README File for the GIGAWORD ARABIC TEXT CORPUS
	  ===============================================


INTRODUCTION
------------

The Gigaword Arabic Corpus is a comprehensive archive of newswire
text data that has been acquired from Arabic news sources by the
Linguistic Data Consortium (LDC), at the University of Pennsylvania.

Four distinct sources of Arabic newswire are represented here:

 - Agence France Presse  (afa)
 - Al Hayat News Agency  (alh)
 - An Nahar News Agency  (ann)
 - Xinhua News Agency    (xia)

The three-character abbreviations shown above represent both the
directory names where the data files are found, and the 3-letter
prefix that appears at the beginning of every file name.

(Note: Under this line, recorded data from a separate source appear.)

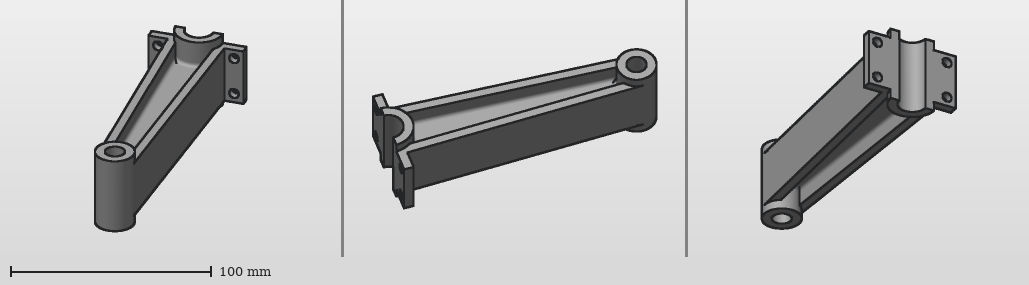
import cadquery as cq
total_height = 40.0
arm_height = 30.0

saddle_outer_radius = 12.5
saddle_bore_radius = 7.5

boss_outer_radius = 10.0
boss_bore_radius = 5.0
centre_distance = 130.0

flange_width = 50.0
flange_thickness = 5.0
bolt_hole_diameter = 5.0
bolt_spacing_x = 40.0
bolt_spacing_z = 20.0

arm_root_half_width = 15.0
arm_tip_half_width = boss_outer_radius
wall_thickness = 5.0
web_thickness = 12.0
pocket_fillet = 2.0

seam_turn = 90.0


def cylinder(radius, height, y):
    """Vertical cylinder centred on mid height, at x = 0, its seam on the +Y side."""
    upright = cq.Workplane("XY", origin=(0, y, -height / 2)).circle(radius).extrude(height)
    return upright.rotate((0, y, 0), (0, y, 1), seam_turn)


def arm_prism(inset, height):
    """Tapered arm from the split face to the boss axis, its sides moved in by `inset`."""
    taper = (arm_root_half_width - arm_tip_half_width) / (centre_distance - flange_thickness)
    tip = arm_tip_half_width - inset
    root = tip + taper * centre_distance
    outline = [(-root, 0), (root, 0), (tip, -centre_distance), (-tip, -centre_distance)]
    return cq.Workplane("XY", origin=(0, 0, -height / 2)).polyline(outline).close().extrude(height)


def make_flange():
    """Bolting plate behind the saddle."""
    return cq.Workplane("XY").box(flange_width, flange_thickness, arm_height).translate(
        (0, -flange_thickness / 2, 0)
    )


def make_pocket(side):
    """Pocket on the upper (side = 1) or lower (side = -1) face, rounded along its floor."""
    depth = (arm_height - web_thickness) / 2
    middle = side * (arm_height - depth) / 2
    pocket = arm_prism(wall_thickness, depth).translate((0, 0, middle))
    pocket = pocket.cut(cylinder(saddle_outer_radius, total_height, 0))
    pocket = pocket.cut(cylinder(boss_outer_radius, total_height, -centre_distance))
    pocket = pocket.solids(cq.selectors.NearestToPointSelector((0, -centre_distance / 2, middle)))
    floor = "<Z" if side > 0 else ">Z"
    return cq.Workplane(pocket.val()).faces(floor).edges().fillet(pocket_fillet)


def make_bolt_holes():
    """Four through holes in the flange."""
    return (
        cq.Workplane("XZ")
        .rarray(bolt_spacing_x, bolt_spacing_z, 2, 2)
        .circle(bolt_hole_diameter / 2)
        .extrude(flange_thickness)
    )


def make_split_clearance():
    """Everything on the far side of the split face."""
    return cq.Workplane("XY").box(flange_width, flange_width, total_height).translate(
        (0, flange_width / 2, 0)
    )


body = arm_prism(0, arm_height).union(make_flange())
for side in (1, -1):
    body = body.cut(make_pocket(side))
body = body.union(cylinder(saddle_outer_radius, total_height, 0))
body = body.union(cylinder(boss_outer_radius, total_height, -centre_distance))
body = body.cut(make_split_clearance())
body = body.cut(cylinder(saddle_bore_radius, total_height, 0))
body = body.cut(cylinder(boss_bore_radius, total_height, -centre_distance))
result = body.cut(make_bolt_holes())

These news services all use Modern Standard Arabic (MSA), so there
should be a fairly limited scope for orthographic and lexical
variation due to regional Arabic dialects.  However, to the extent
that regional dialects might have an influence on MSA usage, it should
be noted that An Nahar is based in Beirut, Lebanon, and it may be safe
to assume that its material is created predominantly by speakers of
Levantine Arabic.  Al Hayat was originally a Lebanese news service as
well, but it has been based in London during the entire period
represented in this archive (and its owners are in Saudi Arabia, so it
is sometimes referred to as a Saudi news service); even so, much of
its reporting/editorial staff may be of Levantine origins.  The Xinhua
and AFP services are obviously international in scope (Xinhua is based
in Beijing, AFP in Paris), and we have no information about the
regional distribution of Arabic reporters and editors for these
services.

Much of the AFP content in this collection has been published
previously by the LDC in "Arabic Newswire Part 1" (LDC2001T55), and
some of this content has also been included in an Arabic supplement to
TDT3 and as the Arabic component of TDT4.  TDT4 also included a four
month sample from Al Hayat and An Nahar (October 2000 - January 2001).
Apart from that, all of the Al Hayat, An Nahar and Xinhua Arabic
content, as well as AFP content for 2001-2002, is being released here
for the first time.

Researchers who have already used the AFP content from LDC2001T55
should note that this material has been prepared differently for
inclusion in Gigaword Arabic: apart from using a simpler SGML markup
scheme and UTF8 character encoding, the Gigaword files present all
digit strings in "logical ordering" (most significant digit appears
first in a digit string), whereas the older CD-ROM release in 2001 had
digit strings in the original "right-to-left display ordering", as
delivered over the AFP newswire (least significant digit appeared
first).


CHARACTER ENCODING
------------------

The original data archives received by the LDC used three different
character encodings for Arabic: An Nahar provided their archives in
MacArabic, Xinhua and Al Hayat used CP1256, and AFP used a 7-bit
encoding called ASMO 499.  (In the earlier release of AFP Arabic data,
this was converted to ISO 8859-6, and that encoding served as the
source form for preparing the Gigaword release.)  To avoid the
problems and confusion that could result from differences in
character-set specifications, all text files in this corpus have been
converted to UTF-8 character encoding.

Owing to the use of UTF-8, the SGML tagging within each file
(described in detail in the next section) shows up as lines of
single-byte-per-character (ASCII) text, whereas lines of actual text
data, including article headlines and datelines, contain a mixture of
single-byte and multi-byte characters.  In general, single-byte
characters in the text data will consist of digits and punctuation
marks (where the original source relied on ASCII punctuation codes,
rather than Arabic-specific punctuation), whereas multi-byte
characters consist of Arabic letters and a small number of special
punctuation or other symbols.  This variable-width character encoding
is intrinsic to UTF-8, and all UTF-8 capable processes will handle the
data appropriately.

The MacArabic encoding was designed to support ASCII digit characters
as well as the so-called Arabic-Indic digits, which have distinct
glyphs but are semantically equivalent to ASCII digits; CP1256 and
ASMO/ISO provide ASCII digits only.  On inspecting the An Nahar text
data, we found that both ASCII and Arabic-Indic digits were used, but
there seemed to be no rule or pattern to predict which set would be
used in a given instance.  In addition, because of the character
rendering assumptions that underly MacArabic encoding, strings of
Arabic-Indic digits are presented in text files using "right-to-left
display order" while ASCII digit strings use logical order.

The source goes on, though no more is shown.